DESCRIPTION OF THE TASK » Even where a record seems odd, copy it exactly as it appears below.
***
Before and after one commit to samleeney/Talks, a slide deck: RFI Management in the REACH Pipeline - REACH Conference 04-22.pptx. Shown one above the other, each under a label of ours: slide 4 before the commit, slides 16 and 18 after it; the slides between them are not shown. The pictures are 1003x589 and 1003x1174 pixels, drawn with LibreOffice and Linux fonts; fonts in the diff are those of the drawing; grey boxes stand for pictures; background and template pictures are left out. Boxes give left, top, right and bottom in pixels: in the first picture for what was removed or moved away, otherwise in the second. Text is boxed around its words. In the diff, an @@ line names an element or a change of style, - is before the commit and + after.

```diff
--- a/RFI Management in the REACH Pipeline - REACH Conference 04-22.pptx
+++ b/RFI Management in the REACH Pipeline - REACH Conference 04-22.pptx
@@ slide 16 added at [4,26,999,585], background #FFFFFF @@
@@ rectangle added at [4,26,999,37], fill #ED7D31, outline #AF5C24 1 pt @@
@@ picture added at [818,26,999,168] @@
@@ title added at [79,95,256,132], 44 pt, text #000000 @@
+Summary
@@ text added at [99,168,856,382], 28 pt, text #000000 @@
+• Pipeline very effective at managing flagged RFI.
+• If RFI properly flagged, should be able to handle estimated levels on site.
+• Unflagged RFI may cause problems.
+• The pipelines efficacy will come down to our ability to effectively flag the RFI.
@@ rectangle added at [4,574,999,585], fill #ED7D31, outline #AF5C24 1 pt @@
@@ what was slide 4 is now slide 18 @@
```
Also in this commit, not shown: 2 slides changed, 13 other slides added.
***
TASK SOLUTION »
Before and after one commit to samleeney/Talks, a slide deck: RFI Management in the REACH Pipeline - REACH Conference 04-22.pptx. Shown one above the other, each under a label of ours: slide 4 before the commit, slides 16 and 18 after it; the slides between them are not shown. The pictures are 1003x589 and 1003x1174 pixels, drawn with LibreOffice and Linux fonts; fonts in the diff are those of the drawing; grey boxes stand for pictures; background and template pictures are left out. Boxes give left, top, right and bottom in pixels: in the first picture for what was removed or moved away, otherwise in the second. Text is boxed around its words. In the diff, an @@ line names an element or a change of style, - is before the commit and + after.

```diff
--- a/RFI Management in the REACH Pipeline - REACH Conference 04-22.pptx
+++ b/RFI Management in the REACH Pipeline - REACH Conference 04-22.pptx
@@ slide 16 added at [4,26,999,585], background #FFFFFF @@
@@ rectangle added at [4,26,999,37], fill #ED7D31, outline #AF5C24 1 pt @@
@@ picture added at [818,26,999,168] @@
@@ title added at [79,95,256,132], 44 pt, text #000000 @@
+Summary
@@ text added at [99,168,856,382], 28 pt, text #000000 @@
+• Pipeline very effective at managing flagged RFI.
+• If RFI properly flagged, should be able to handle estimated levels on site.
+• Unflagged RFI may cause problems.
+• The pipelines efficacy will come down to our ability to effectively flag the RFI.
@@ rectangle added at [4,574,999,585], fill #ED7D31, outline #AF5C24 1 pt @@
@@ what was slide 4 is now slide 18 @@
```
Also in this commit, not shown: 2 slides changed, 13 other slides added.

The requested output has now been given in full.